Indikasi transfusi darah dan komponen-konponennya adalah : (3,5,12)
1. Anemia pada perdarahan akut setelah didahului penggantian volume dengan cairan.
2. Anemia kronis jika Hb tidak dapat ditingkatkan dengan cara lain.
3. Gangguan pembekuan darah karena defisiensi komponen.

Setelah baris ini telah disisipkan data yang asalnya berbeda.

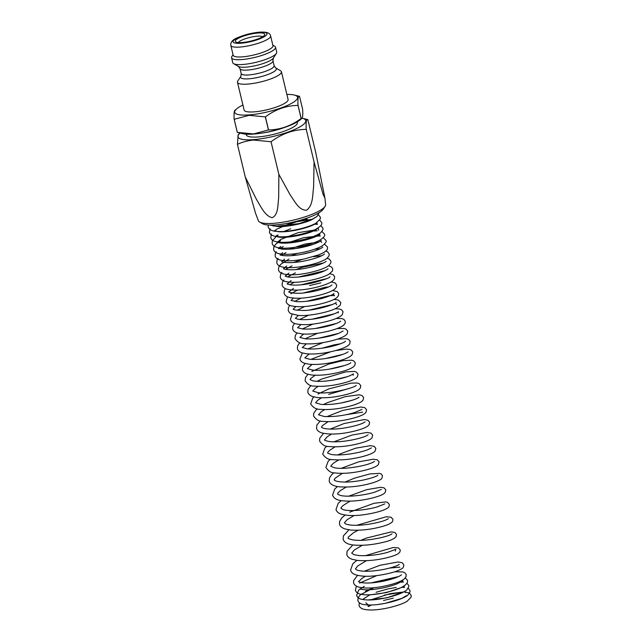 <?xml version="1.0" encoding="UTF-8"?>
<svg xmlns="http://www.w3.org/2000/svg" width="642" height="642" viewBox="0 0 642 642"><rect width="100%" height="100%" fill="white"/><g stroke="black" fill="none" stroke-linecap="round" stroke-linejoin="round"><path stroke-width="0.96" d="M368.115 606.433L368.211 605.053M240.132 133.055A34.853 7.824 -13.5 0 0 240.052 133.127A34.853 7.824 -13.5 0 0 253.718 139.619A34.853 7.824 -13.5 0 0 294.63 129.483A34.853 7.824 -13.5 0 0 302.197 118.208A34.853 7.824 -13.5 0 0 302.069 118.176M259.641 222.06A34.596 7.768 -13.5 0 0 273.957 223.296A34.596 7.768 -13.5 0 0 325.117 206.339L323.271 209.18A32.076 7.206 -13.5 0 1 275.843 224.893A32.076 7.206 -13.5 0 1 262.57 223.753L259.641 222.06A34.596 7.768 -13.5 0 1 258.381 220.744L255.5 213.12L245.268 176.975L256.479 199.469C260.684 206.01 264.568 215.808 272.16 217.71C278.524 214.813 277.713 204.774 278.676 197.792L278.869 174.367L290.369 195.24C294.726 201.05 298.674 210.407 306.603 210.199C313.296 205.143 312.518 194.727 313.609 186.999L314.074 161.993L323.078 194.446L324.916 198.001L315.671 152.218L307.839 119.597C306.362 118.914 305.833 122.165 306.242 129.363C293.595 129.548 281.862 133.672 271.036 141.746L253.518 140.052C247.78 140.59 242.419 142.018 237.436 144.346L238.214 134.708L240.052 133.127M238.399 42.565A12.631 2.833 166.5 0 1 257.169 36.209A12.631 2.833 166.5 0 1 262.554 36.763M242.138 42.516A15.151 3.403 166.5 0 1 235.863 41.971A15.151 3.403 166.5 0 1 241.127 37.003A15.151 3.403 166.5 0 1 257.907 33.023A15.151 3.403 166.5 0 1 264.544 35.093A15.151 3.403 166.5 0 1 242.138 42.516M298.04 105.376A37.886 8.506 166.5 0 1 297.992 105.408C286.284 105.585 275.418 109.405 265.403 116.868L268.541 129.933C280.249 129.756 291.107 125.936 301.13 118.473A37.886 8.506 166.5 0 0 301.178 118.441C302.543 119.067 303.032 116.05 302.655 109.397L299.525 96.332C298.161 95.706 297.663 98.724 298.04 105.376L301.178 118.441L301.933 118.321L300.199 119.813A32.325 7.263 166.5 0 1 253.879 134.042A32.325 7.263 166.5 0 1 242.556 133.656L237.291 132.356L234.153 119.292C233.776 112.655 234.266 109.638 235.63 110.247M268.541 129.933A37.886 8.506 166.5 0 1 268.444 129.957L265.307 116.892L249.088 115.335L234.194 119.3L237.331 132.364A37.886 8.506 166.5 0 1 237.291 132.356M237.331 132.364L253.55 133.921L268.444 129.957M286.878 94.446A32.325 7.263 166.5 0 1 294.253 95.032A32.325 7.263 166.5 0 1 287.231 105.497A32.325 7.263 166.5 0 1 249.289 114.894A32.325 7.263 166.5 0 1 236.609 108.875A32.325 7.263 166.5 0 1 242.917 104.999M299.525 96.332L294.253 95.032M280.554 70.74A22.606 5.08 166.5 0 1 281.421 71.735A22.606 5.08 166.5 0 1 270.579 78.982A22.606 5.08 166.5 0 1 247.684 84.094A22.606 5.08 166.5 0 1 237.468 82.288A22.606 5.08 166.5 0 1 237.781 81.012L240.854 76.286A18.401 4.133 166.5 0 0 248.911 78.797A18.401 4.133 166.5 0 0 269.287 73.966A18.401 4.133 166.5 0 0 275.675 67.924L280.554 70.74M281.421 71.735L288.089 99.494A22.606 5.08 166.5 0 1 277.24 106.741A22.606 5.08 166.5 0 1 254.344 111.852A22.606 5.08 166.5 0 1 244.129 110.047L237.468 82.288M272.834 45.157L274.672 46.216A22.606 5.08 166.5 0 1 275.53 47.211L276.71 52.114A22.606 5.08 166.5 0 1 276.389 53.398A22.606 5.08 166.5 0 1 242.973 64.473A22.606 5.08 166.5 0 1 233.616 63.662A22.606 5.08 166.5 0 1 232.757 62.667L231.577 57.764A22.606 5.08 166.5 0 1 231.89 56.48L233.046 54.706M275.53 47.211A22.606 5.08 166.5 0 1 264.689 54.45A22.606 5.08 166.5 0 1 241.793 59.57A22.606 5.08 166.5 0 1 231.577 57.764M272.954 45.678A20.456 4.59 166.5 0 1 263.14 52.227A20.456 4.59 166.5 0 1 242.419 56.857A20.456 4.59 166.5 0 1 233.174 55.228L230.823 45.413A20.456 4.59 166.5 0 0 240.068 47.051A20.456 4.59 166.5 0 0 260.788 42.42A20.456 4.59 166.5 0 0 270.603 35.864L272.954 45.678M246.151 134.162L246.311 134.836A26.266 5.898 -13.5 0 0 258.18 136.931A26.266 5.898 -13.5 0 0 284.791 130.984A26.266 5.898 -13.5 0 0 297.39 122.574L297.23 121.9M301.13 118.473L297.992 105.408M325.117 206.339A34.596 7.768 -13.5 0 0 325.638 204.597L324.916 198.001M245.268 176.975L237.436 144.346M307.839 119.597L302.197 118.208M314.074 161.993L306.242 129.363M278.869 174.367L271.036 141.746M368.195 604.949L365.828 602.718M272.954 60.805A16.925 3.804 166.5 0 1 264.833 66.23A16.925 3.804 166.5 0 1 247.692 70.058A16.925 3.804 166.5 0 1 240.044 68.71L238.503 66.479A18.401 4.133 166.5 0 0 246.111 67.137A18.401 4.133 166.5 0 0 273.323 58.117L272.954 60.805L274.126 65.701A16.925 3.804 166.5 0 1 266.013 71.118A16.925 3.804 166.5 0 1 248.871 74.945A16.925 3.804 166.5 0 1 241.223 73.597L240.854 76.286M259.087 32.309A17.422 3.916 166.5 0 1 264.368 36.658A17.422 3.916 166.5 0 1 240.951 43.231A17.422 3.916 166.5 0 1 235.678 38.881A17.422 3.916 166.5 0 1 259.087 32.309M283.258 127.894A26.266 5.898 166.5 0 1 261.318 133.167M273.982 225.021L273.091 226.024M307.253 219.195L292.046 222.533L276.413 229.322L274.351 231.297L274.214 230.775L278.813 231.778C285.2 232.051 292.768 231.096 301.523 228.921C306.9 227.509 311.105 226.032 314.139 224.491L316.859 222.678L317.325 224.523M316.61 224.331L314.179 224.146M290.698 228.769L282.962 231.818M277.248 235.1L275.843 236.433M275.651 236.746L275.538 236.24L279.174 237.195C286.878 238.158 303.401 235.141 312.205 231.537L318.215 228.295L318.657 230.157M316.008 229.812L298.201 232.629L280.731 239.45L277.047 242.515M277.047 242.283L281.148 243.077C287.552 243.462 295.248 242.556 304.252 240.365C311.442 238.471 316.337 236.625 318.93 234.836L319.652 234.226L320.109 236.128M319.371 235.943L303.851 237.612L286.91 243.109M280.739 246.472L278.66 248.35M278.508 248.614L278.419 248.189L281.758 249.144C290.136 249.754 299.902 248.406 311.049 245.092C317.26 242.941 320.639 241.392 321.185 240.469L321.024 241.553L321.658 242.443M318.713 242.106L304.934 244.064L289.02 249.257M282.632 252.643L280.193 254.81M280.064 255.043L283.411 255.636C291.837 256.246 301.604 254.906 312.71 251.624C317.63 250.027 320.848 248.631 322.364 247.435L322.782 247.058M320.165 248.751L314.652 249.208M297.326 253.397L291.227 255.717M284.607 259.151L281.798 261.591M281.694 261.792L283.852 262.257C290.537 263.212 299.373 262.345 310.351 259.641C316.875 257.883 321.329 256.198 323.704 254.593L324.443 253.991M321.682 255.733L313.44 256.664M302.551 259.296L293.522 262.506M286.677 265.981L283.491 268.701M323.279 263.035L302.093 267.353L295.93 269.616M288.836 273.139L285.265 276.14M324.94 270.675L298.426 277.055M291.083 280.626L287.118 283.908M326.666 278.652L301.018 284.815M293.418 288.435L288.94 291.917C286.934 291.677 294.806 294.534 306.009 292.64C320.173 290.754 330.357 286.605 331.561 285.265L331.938 284.944M328.463 286.95L325.293 287.255L303.722 292.904M293.402 298.137L291.059 300.424M333.792 294.75L334.554 295.769M333.471 295.577L329.274 295.673L306.515 301.315M295.81 306.627L293.145 309.179M335.927 303.69L336.697 304.717M332.211 304.557L309.452 310.038M298.329 315.431L295.32 318.344M334.185 313.866L312.469 319.098M300.913 324.587L297.591 327.693M336.199 323.512L315.615 328.463M303.594 334.065L299.91 337.395M338.334 333.471L318.793 338.173M306.33 343.871L302.326 347.499M340.453 343.783L333.92 344.898L322.156 348.189M309.179 354.007L304.798 357.875L309.677 359.279C316.771 359.825 324.98 359.014 334.297 356.856C340.709 355.259 345.067 353.742 347.362 352.314L348.084 351.784M342.627 354.432L325.63 358.525M312.108 364.463L307.382 368.612M344.826 365.426L329.234 369.174M315.134 375.257L311.057 378.234L310.038 379.647L313.023 380.842C316.089 381.436 320.165 381.525 325.253 381.115C335.606 380.016 343.943 378.162 350.267 375.554L353.405 373.853L353.116 375.289M347.025 376.766L333.021 380.128M318.247 386.364L315.567 388.089L312.758 391.042L317.838 392.583C327.621 394.565 354.424 388.057 356.198 385.377L356.198 385.385M349.232 388.45L328.616 394.373M321.441 397.807L317.83 400.183L315.575 402.775L320.759 404.348C328.166 404.925 336.585 404.123 346.006 401.932C352.057 400.439 356.174 399.035 358.364 397.719L359.063 397.229M351.383 400.496L341.143 402.959M324.716 409.58L321.321 411.723L318.464 414.796L324.274 416.498C334.073 416.939 344.104 415.655 354.368 412.629L362 409.411M362.674 412.14L345.645 414.788M328.078 421.674L322.525 425.558L321.441 427.115L322.244 427.773C323.993 428.631 327.203 429.073 331.882 429.097C342.86 429.137 358.429 425.494 363.452 422.861L365.041 421.906M354.641 425.879L350.957 426.769M331.521 434.104L327.284 436.753L324.483 439.866C324.956 439.762 322.838 440.123 328.921 441.471C341.504 443.261 363.3 438.013 366.983 435.477L368.139 434.746M335.06 446.856L329.635 450.355L327.91 452.177L327.613 452.907L328.19 453.404L331.047 454.359C339.594 456.358 360.034 452.971 367.954 449.617L371.317 447.915M338.687 459.937L333.551 463.115L331.079 465.57L330.815 466.252L334.634 467.825C337.812 468.395 341.865 468.499 346.8 468.13C357.827 467.015 366.325 465.185 372.312 462.641L374.575 461.421M342.387 473.347L335.204 478.194L334.113 479.951L335.894 481.027C342.266 482.664 351.294 482.359 362.955 480.096C369.198 478.763 373.716 477.423 376.501 476.075L377.905 475.249M346.182 487.077L340.244 490.697L337.74 493.208L337.788 494.34L340.501 495.423C347.916 497.43 365.94 495.07 375.217 491.989L381.324 489.405M350.05 501.145L342.94 505.615L341.223 507.469L340.91 508.303L343.133 509.579C349.545 511.818 367.28 509.917 377.239 506.883L384.815 503.89M354.015 515.534L347.137 519.691L344.441 522.789L345.324 523.744C346.816 524.538 349.513 525.044 353.421 525.252C363.87 525.782 379.695 522.612 385.826 520.004L388.394 518.696M358.059 530.252L353.373 532.82L348.389 537.025L348.044 537.996C348.67 537.996 346.102 538.309 353.06 539.938C357.755 540.58 363.46 540.468 370.185 539.609C379.96 538.165 386.869 536.463 390.914 534.505L392.045 533.847M362.184 545.307L354.32 550.025L351.72 553.083L354.087 554.712L359.199 555.587C368.548 555.98 377.921 554.937 387.319 552.457L395.793 549.311L395.336 551.093M366.405 560.675L357.642 566.011L355.459 568.828L356.374 569.735C358.204 570.698 361.59 571.203 366.542 571.26C380.481 571.179 395.873 566.774 398.538 564.84L399.228 564.366M399.886 567.135L389.822 568.034L384.646 569.221M365.539 576.251L362.24 578.161L358.509 581.652M398.578 576.548L371.044 582.904M361.775 587.743L360.491 588.955M360.306 589.26L360.186 588.778L360.66 589.027C364.961 590.415 372.777 589.958 384.093 587.679C389.79 586.387 394.517 584.926 398.273 583.281L402.767 580.633L403.2 582.398M400.785 582.045L398.481 582.061M373.275 587.767L365.434 591.362M403.995 585.777L404.428 587.526L401.828 587.165M396.226 587.462L387.977 588.891L376.084 592.277M369.928 594.773L362.971 599.219M405.608 592.542L404.998 592.357M403.296 592.173L384.59 594.998M393.361 598.135L383.507 600.487M371.349 605.045L368.604 606.497M270.105 225.093L276.092 226.329L299.052 223.609L311.988 219.371L317.012 216.474L319.162 212.662M268.195 225.021L268.187 226.915C268.669 228.68 270.105 229.948 272.497 230.727C278.636 232.219 287.223 231.738 298.249 229.298C305.769 227.565 311.627 225.575 315.808 223.304L320.254 219.058L320.366 217.189L318.48 214.877M270.073 228.753L269.447 232.219C269.688 233.776 271.165 235.036 273.869 236.015C280.418 237.524 289.47 236.922 301.026 234.226C306.699 232.853 311.41 231.305 315.166 229.579C320.486 226.682 322.637 224.315 321.634 222.493L319.7 220.158M271.454 234.057L270.739 237.644C271.205 239.394 272.657 240.67 275.089 241.464L279.326 242.243C286.292 242.66 294.429 241.729 303.754 239.434C311.755 237.404 317.429 235.165 320.767 232.701L322.958 229.716L322.982 228.143L320.823 225.679M278.171 235.141L276.453 236.256L272.352 240.83L272.136 243.462C272.73 245.324 274.182 246.6 276.493 247.282C286.589 250.452 312.14 244.746 319.836 240.132C324.025 237.347 325.542 235.333 324.411 234.089L322.003 231.529M280.586 240.662L275.779 244.112L273.925 246.672L273.596 249.553C274.311 251.512 275.723 252.787 277.842 253.389C283.916 254.97 292.447 254.601 303.425 252.274C311.522 250.492 317.694 248.422 321.947 246.055C325.51 243.382 326.834 241.488 325.935 240.373L323.215 237.709M276.277 251.736L275.354 253.413L275.145 256.022C275.554 257.739 277.039 259.047 279.607 259.93C285.682 261.446 294.124 261.085 304.926 258.822L318.841 254.81C328.247 250.91 327.452 249.096 327.524 246.985L324.475 244.225M278.066 258.277L277.127 259.793L276.774 262.787C277.288 264.656 278.845 265.997 281.453 266.799C287.56 268.26 295.938 267.891 306.587 265.684C316.225 263.605 323.006 261.174 326.955 258.413L329.065 255.773L329.177 253.927L327.701 251.897L325.783 251.078M288.9 259.079L280.618 264.4L278.716 267.168L278.476 269.897C278.933 271.654 280.385 272.962 282.833 273.821C289.694 275.53 299.1 275.017 311.049 272.28C319.547 270.258 325.494 268.003 328.881 265.515L330.831 262.971L330.927 261.19L329.234 259.039L327.123 258.277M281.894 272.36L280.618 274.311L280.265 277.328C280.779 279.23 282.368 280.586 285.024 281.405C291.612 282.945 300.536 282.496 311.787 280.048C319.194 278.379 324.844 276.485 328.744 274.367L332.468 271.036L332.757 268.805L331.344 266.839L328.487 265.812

4. Plasma loss atau hipoalbuminemia jika tidak dapat lagi diberikan plasma subtitute atau larutan albumin.

Penatalaksanaan Anemia
Medikamentosa
- Preparat besi (ferosulfat/ferofumarat/feroglukonat) dosis 4-6 mg besi elemental /kgBk
B/hari dibagi dalam 3 dosis, diberikan di antara waktu makan. Preparat besi ini diberikan
sampai 2-3 setelah kadar hemoglobin normal
- Asam askorbat 100mg/15 mg besi elemental (untuk meningkatkan absorbsi besi)
Suportif
Makanan gizi seimbang terutama yang mengandung kadar besi tinggi yang bersumber dari hewani
(limpa,hati,daging) dan nabati (bayam, kacang-kacangan)
Bedah
Penyebab yang memerlukan intervensi bedah seperti perdarahan karena diverticulum Meckel.
Lain-lain (rujukan subspesialis, rujukan spesialis lainnya)
Monitoring
- Periksa kadar Hb setiap 2minggu
- Kepatuhan orang tua dalam memberikan obat
- Gejala sampingan pemberian zat besi yang bisa berupa gejala gangguan GIT misal konstipasi,
diare,rasa terbakar di ulu hati, nyeri abdomen dan mual.